SWF: The TVD First Date

“I grew up with vinyl records in the house; they were on a rack about two inches off the floor under my parents’ stereo. My dad would always lament to me how he had sold his first record collection, that had all his old rock & roll records, like Buddy Holly, early Rolling Stones, stuff like that, when he was in college, and how he wishes he still had them. He actually will still tell me that story, probably anytime I mention record collections.”

“I’ve always loved vinyl, the format is just so visceral, physical, it’s big and you can hold it in your hands and really get a good look at the album artwork. There’s a beautiful, ritual element to playing a vinyl record, an intentionality about putting the needle to the record, that you don’t really get with anything else.

When I was in high school, I would hang out at this record store, hi-fi, in the town in Boston where I grew up, and talk to the guy who worked there to learn more about indie rock and get exposed to different kinds of music. I remember he introduced me to Os Mutantes when Beck’s Mutations came out, saying how Beck had gotten a lot of inspiration for that record from them.

I think the first record that I bought was the first album by The Cars. I had played drums in a band at summer camp and we had covered “Just What I Needed.” I must have been 13 or 14. I gave it to my girlfriend because she had a record player and I didn’t. Actually, the first time I had sex was with her, in her room, playing Blondie’s Parallel Lines, side B, on her record player.
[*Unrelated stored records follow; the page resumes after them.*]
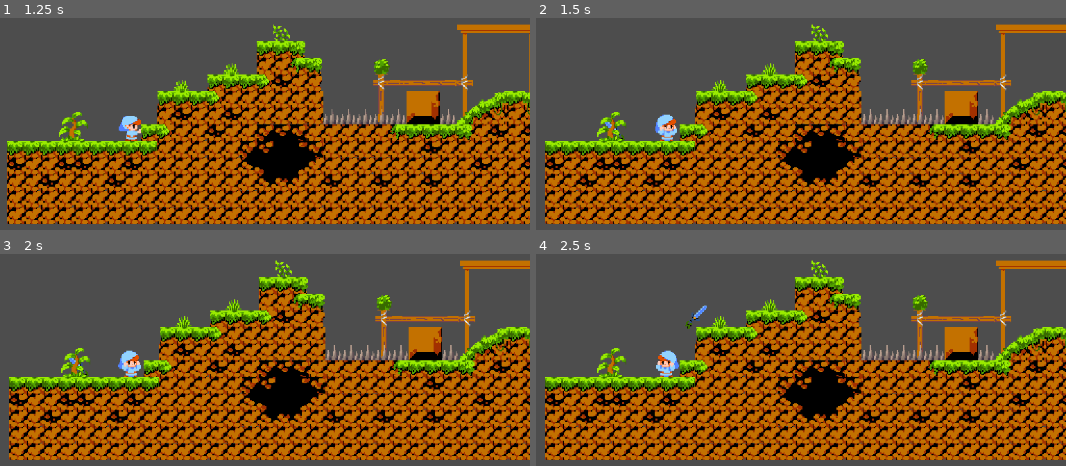
Above: before the commit, frames 1-4 (two rows, left to right).
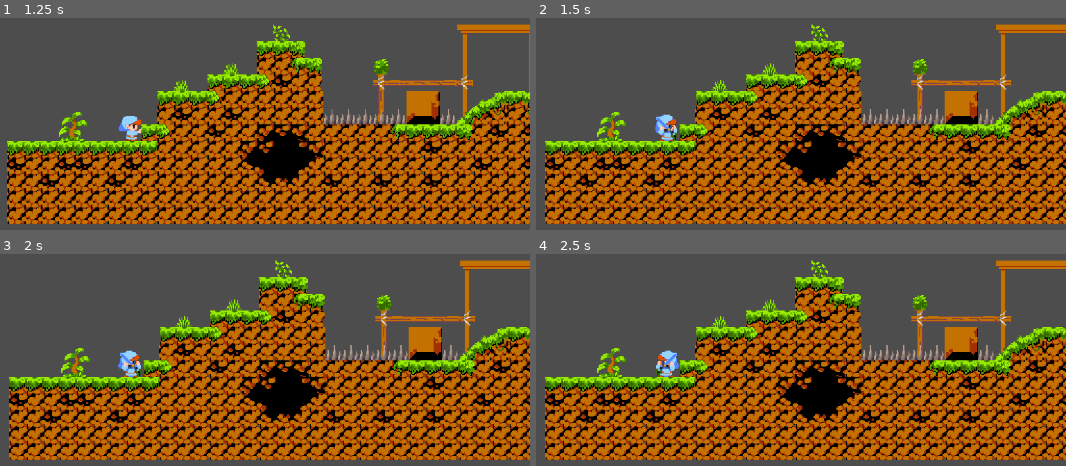
Above: after the commit, the same moments.

Repository: megaeonise/GMTK2023SwordofLegend
Game: Godot game, scene res://Tutorial_Plr.tscn
The game is run twice, just before and just after one commit, with the same random seed, the same clock (stepped at 60 frames per second) and the same inputs. This scene is started directly instead of the project's main scene.
Inputs (mouse positions are in pixels of both pictures, inside the frame that each line leads up to):
- Up to frame 1 (1.25 s): tap Enter (ui_accept) at 0.5, 0.77 s; move the mouse to (307, 107) at 0.52 s; press the mouse at (307, 107) at 0.53 s; hold Right (ui_right) from 0.53 s (still down)
- Up to frame 2 (1.5 s): keep holding Right (ui_right); move the mouse to (outside the picture) at 1.27 s; release the mouse at (outside the picture) at 1.28 s; right-click (outside the picture) at 1.35 s
- Up to frame 3 (2 s): keep holding Right (ui_right); tap Enter (ui_accept) at 1.52 s
- Up to frame 4 (2.5 s): tap Enter (ui_accept) at 2 s; move the mouse to (748, 266) at 2.02 s; release Right (ui_right) at 2.03 s; press the mouse at (748, 266) at 2.03 s; hold Left (ui_left) from 2.03 s (still down)

Frame 1 is identical in both runs. In frame 2, 0.2% of the frame differs, in the area x 13-27%, y 46-59%; in frame 3, 0.2%; in frame 4, 0.3%, in the area x 22-33%, y 24-59%.
Error after the commit: Parse Error: Expected statement, found "else" instead. (res://Characters/Sword.gd:41)

Commit message:
In progress assets and attack

Diff:
--- a/Characters/Player.gd
+++ b/Characters/Player.gd
@@ -1,5 +1,6 @@
 extends CharacterBody2D
 signal mode_change(mode)
+signal attack(damage)
 var speed = 200
 #regular = -1, chained = 1
 var mode = -1
--- a/Characters/Player.tscn
+++ b/Characters/Player.tscn
@@ -210,6 +210,9 @@
 shape = SubResource("RectangleShape2D_6p0km")
 disabled = true
 
+[node name="Attack Timer" type="Timer" parent="Sword/SwordCollision"]
+wait_time = 0.334
+
 [node name="Upgrade" type="Node2D" parent="."]
 
 [connection signal="mode_change" from="." to="Sword" method="_on_player_mode_change"]
--- a/Characters/Sword.gd
+++ b/Characters/Sword.gd
@@ -35,6 +35,8 @@
 ##			if global_sword.distance_to(global_hero)>radius:
 ##				position = (direction*radius)
 
+func sword_attack():
+	pass
 
 	else:
 		get_node('SwordCollision').set_disabled(true)
Not shown: 1 places in Characters/Player.tscn that only renumber resources
Not shown: 1 places in Tutorial_Plr.tscn that only renumber resources

When I was in college I got my first record player, it was a little blue box that had a speaker inside of it, and that was when I started building my collection. At first I would just get whatever records I could, whatever looked cool or weird and was cheap. As the collection grew I started to show a little discernment, refinement, in what I chose to bring home.

There was a summer when I lived in Oberlin, Ohio with my girlfriend at the time, and that was all we had to listen to music on. We would go to the flea market on the weekends and buy records, and that’s how I got a bunch of the records that I love the most and still have now, from that flea market in Ohio. It’s also where I got my first cast-iron pan.

I got interested in how iconic the vinyl record is, and started making collages on the jackets, as an experiment. I like how there is an element of sacredness to the vinyl record that no other medium of recorded music has, we cherish and care for our records in a way that speaks to how much we love and value them. So, I started making art on the jackets of some of my favorite records, just to make them even more special.” —SWF

SWF’s Let It Be Told arrives on store shelves on October 8 via Mecca Lecca Recording Co.